If the President is a national of one of the Parties or, for any reason, is prevented from playing such a role, the Vice-President shall be invited to make the necessary appointments. If the Vice-President is a national of any of the Parties, or if he is also prevented from playing such a role, the member of the International Court of Justice who immediately follows him in the order of precedence and is not a national of any of the Parties, shall be invited to make the necessary appointments.

(5) The arbitral tribunal shall make its decision by a majority of votes. Such a decision shall be binding on both Parties. Each Party shall bear the expenses of its member of the tribunal and its representation in the arbitral proceedings; the expenses of the President, as well as the other expenses shall be borne in principle by equal parties.

However, the arbitral tribunal may determine in its decision that a greater proportion of the costs are borne by one of the two Parties, and this award shall be binding on both Parties.

The court shall determine its own procedure.

ARTICLE 11

Dispute Settlement between an Investor and the Receptive Part of Investment

(1) Any dispute concerning the provisions of this Agreement between an investor, one Party and the other Party shall, to the extent possible, be settled by friendly consultations.

(2) If the dispute could not have been settled within six months from the time it had been raised by one or the other party, it may be submitted to the investor.

. or the competent courts of the Party in whose territory the investment was not made.

. or international arbitration under the conditions described in paragraph (3) of this Article.

Once an investor has submitted the dispute to the jurisdictions of the Party involved or to international arbitration, the choice of one or another of these procedures shall be final.

(3) In the event of recourse to international arbitration, the dispute may be brought, at the choice of the investor:

. to the International Centre for Settlement of Investment Disputes (C.I.A.D.I.), created by the "Convention on Settlement of Investment Disputes between States and Nationals of Other States", opened for signature in Washington on 18 March 1965, when each State Party to this Agreement has acceded to it. While this condition is not met, each Party shall consent to the submission of the dispute in accordance with the Regulations of the Supplementary Mechanism of the IC.A.D.I. for the administration of conciliation, arbitration or investigation procedures;

de a "ad hoc" arbitration tribunal established in accordance with the arbitration rules of the United Nations Commission on International Trade Law (C. N.U. D.M.I.)

(4) The arbitral body shall decide on the basis of the provisions of this Agreement, the law of the Contracting Party which is a party to the dispute, including the rules relating to conflicts of law, the terms of any particular agreements concluded with respect to investment and also the principles of international law in the matter.

(5) Arbitral judgements shall be final and binding on the parties to the dispute.

Each Party shall execute them in accordance with its legislation.

ARTICLE 12

Entry into Vigor, Duration and Termination

(1) This Agreement shall enter into force on the first day of the second month from the date of the last notification by which the Parties are communicated through diplomatic channels, which have met the constitutional requirements necessary for their entry into force.
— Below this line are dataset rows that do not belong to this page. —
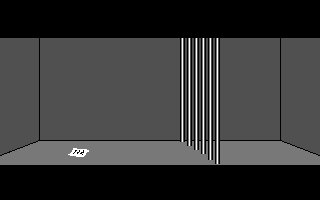
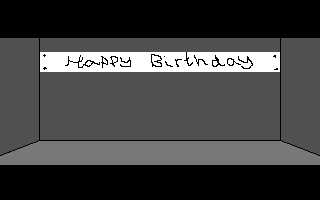
Two versions of the same layered image (320 x 200). Layer-by-layer changes:
added layer "banner" above "bricks" over [40, 52, 280, 72]
hid "paper" over [68, 148, 89, 157]
hid "mesh" over [180, 38, 220, 164]
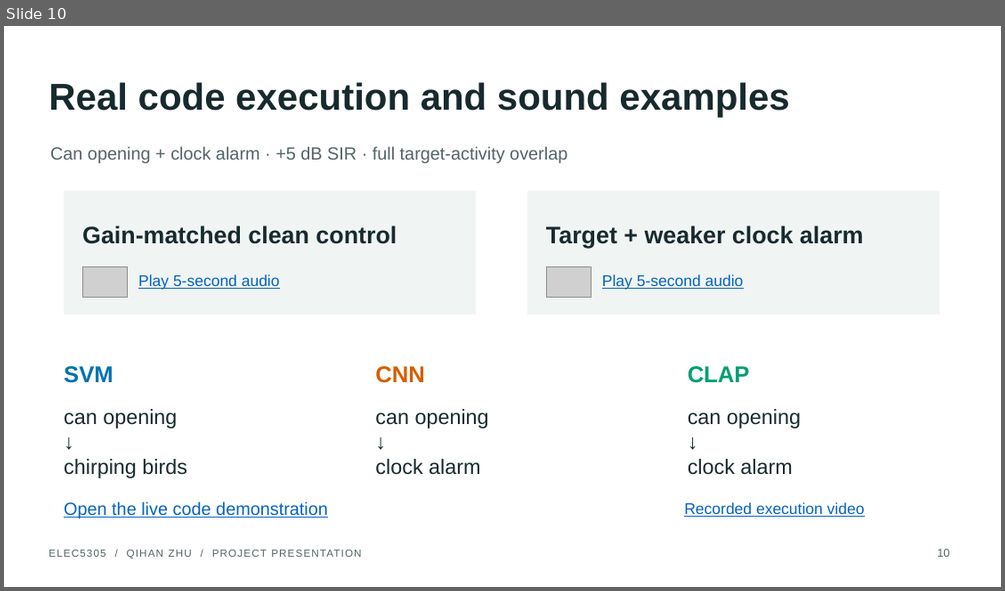
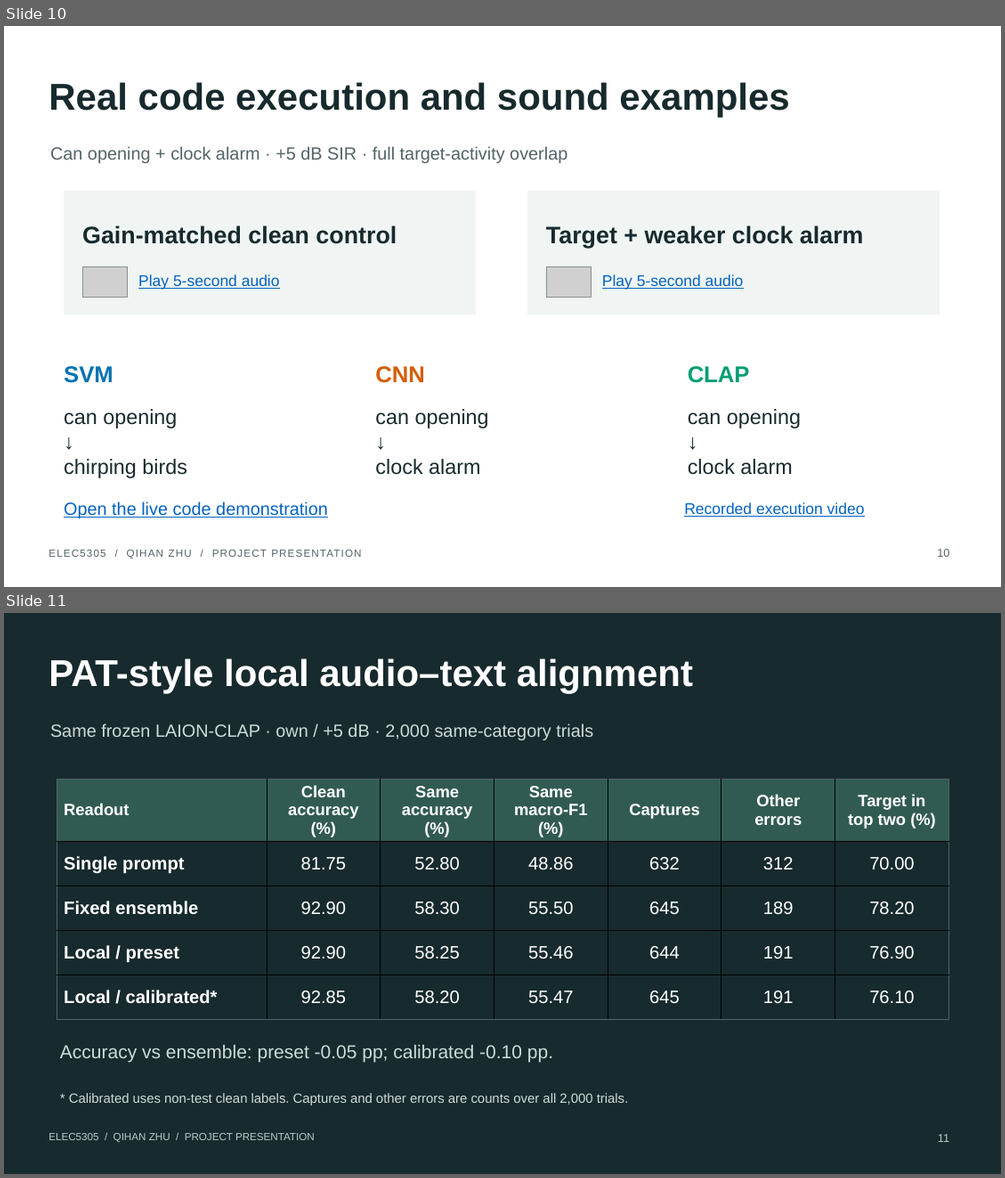
Before and after one commit to Charlie-Uni/elec5305-project-550489593, a slide deck: results/final_submission_20261110/presentation.pptx. Shown one above the other, each under a label of ours: slide 10 before the commit, slides 10 and 11 after it. The pictures are 1005x591 and 1005x1178 pixels, drawn with LibreOffice and Linux fonts; fonts in the diff are those of the drawing; grey boxes stand for pictures. Boxes give left, top, right and bottom in pixels: in the first picture for what was removed or moved away, otherwise in the second. Text is boxed around its words. In the diff, an @@ line names an element or a change of style, - is before the commit and + after.

Commit message:
Evaluate frozen local feedback and synchronise final deliverables

```diff
--- a/results/final_submission_20261110/presentation.pptx
+++ b/results/final_submission_20261110/presentation.pptx
@@ slide 11 added at [4, 613, 1001, 1174], background #172A2D @@
@@ text added at [48, 658, 693, 693], 36 pt, text #FFFFFF, bold @@
+PAT-style local audio–text alignment
@@ text added at [50, 723, 593, 740], 17 pt, text #CCDCD8 @@
+Same frozen LAION-CLAP · own / +5 dB · 2,000 same-category trials
@@ table added at [57, 779, 948, 1013], 5 rows, 7 columns @@
+Readout | Clean / accuracy (%) | Same / accuracy (%) | Same / macro-F1 (%) | Captures | Other / errors | Target in / top two (%)
+Single prompt | 81.75 | 52.80 | 48.86 | 632 | 312 | 70.00
+Fixed ensemble | 92.90 | 58.30 | 55.50 | 645 | 189 | 78.20
+Local / preset | 92.90 | 58.25 | 55.46 | 644 | 191 | 76.90
+Local / calibrated* | 92.85 | 58.20 | 55.47 | 645 | 191 | 76.10
@@ text added at [60, 1045, 553, 1062], 18 pt, text #CCDCD8 @@
+Accuracy vs ensemble: preset -0.05 pp; calibrated -0.10 pp.
@@ text added at [69, 1093, 629, 1105], 12.8 pt, text #CCDCD8 @@
+* Calibrated uses non-test clean labels. Captures and other errors are counts over all 2,000 trials.
@@ text added at [48, 1133, 315, 1142], 10 pt, text #B8C9C7 @@
+ELEC5305 / QIHAN ZHU / PROJECT PRESENTATION
@@ text added at [938, 1134, 949, 1142], 11 pt, text #B8C9C7 @@
+11
```
Also in this commit, not shown: 1 slide changed, 1 slide removed, 57 other files.
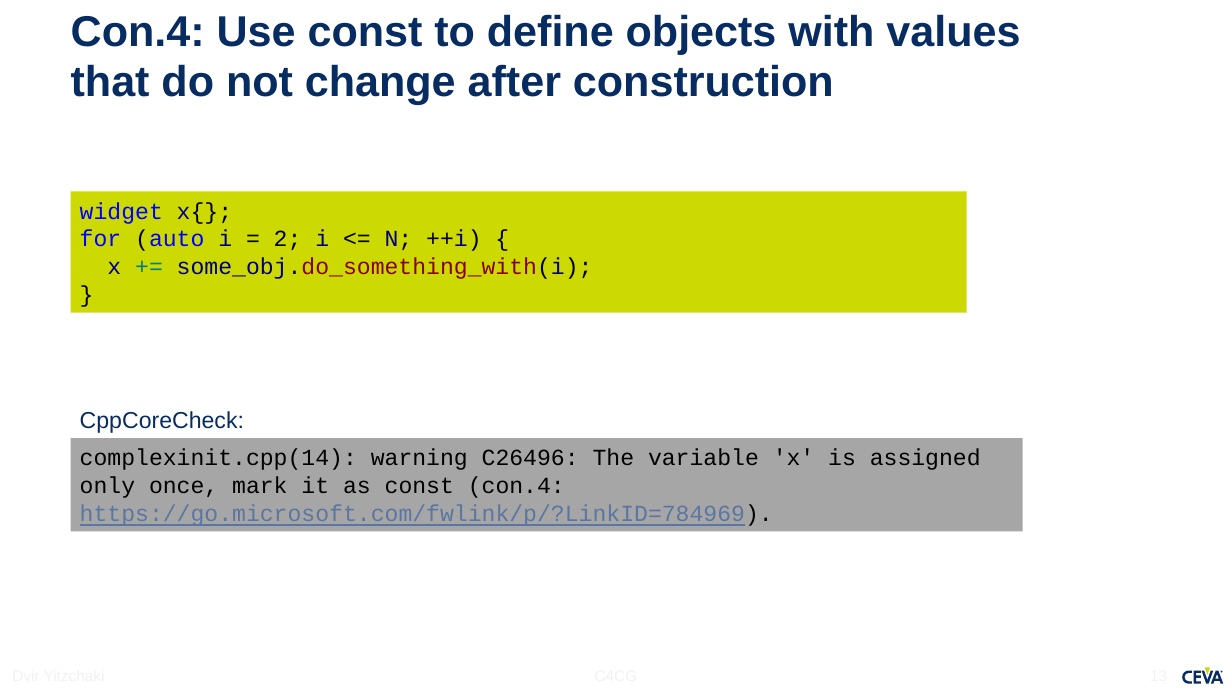
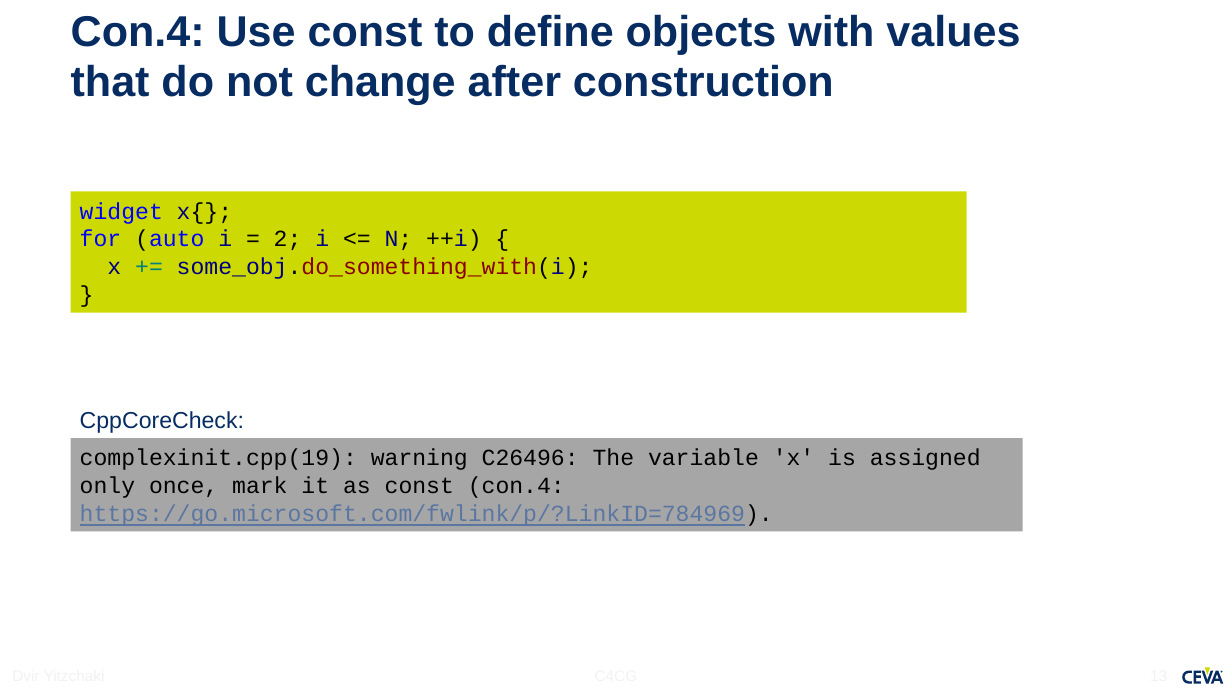
Before and after one commit to dvirtz/CoreCpp, a slide deck: slide 13 of CppCoreGuidelines/C4GC.pptx. Drawn at 1232x693 pixels with LibreOffice and Linux fonts; fonts in the diff are those of the drawing; background and template pictures are left out. Boxes give left, top, right and bottom in pixels: in the first picture for what was removed or moved away, otherwise in the second. Text is boxed around its words. In the diff, an @@ line names an element or a change of style, - is before the commit and + after.

```diff
--- a/CppCoreGuidelines/C4GC.pptx
+++ b/CppCoreGuidelines/C4GC.pptx
@@ text in rectangle at [80,449,981,526]: text changed @@
-complexinit.cpp(14): warning C26496: The variable 'x' is assigned only once, mark it as const (con.4: https://go.microsoft.com/fwlink/p/?LinkID=784969).
+complexinit.cpp(19): warning C26496: The variable 'x' is assigned only once, mark it as const (con.4: https://go.microsoft.com/fwlink/p/?LinkID=784969).
```
Also in this commit, not shown: 6 other slides changed, 3 other files.

It will have a duration of ten years, being automatically renewed by tacit agreement between the Parties on the same basis unless one of them decides to terminate it by notification to the other by diplomatic means, with twelve months in advance.

(2) With respect to investments made prior to the date on which the notification of termination of this Agreement becomes effective, the provisions of Articles 1 to 12 shall continue to apply for a period of 15 years from that date.

Made in the city of Buenos Aires, on August 10, 1998, in two originals, both equally authentic.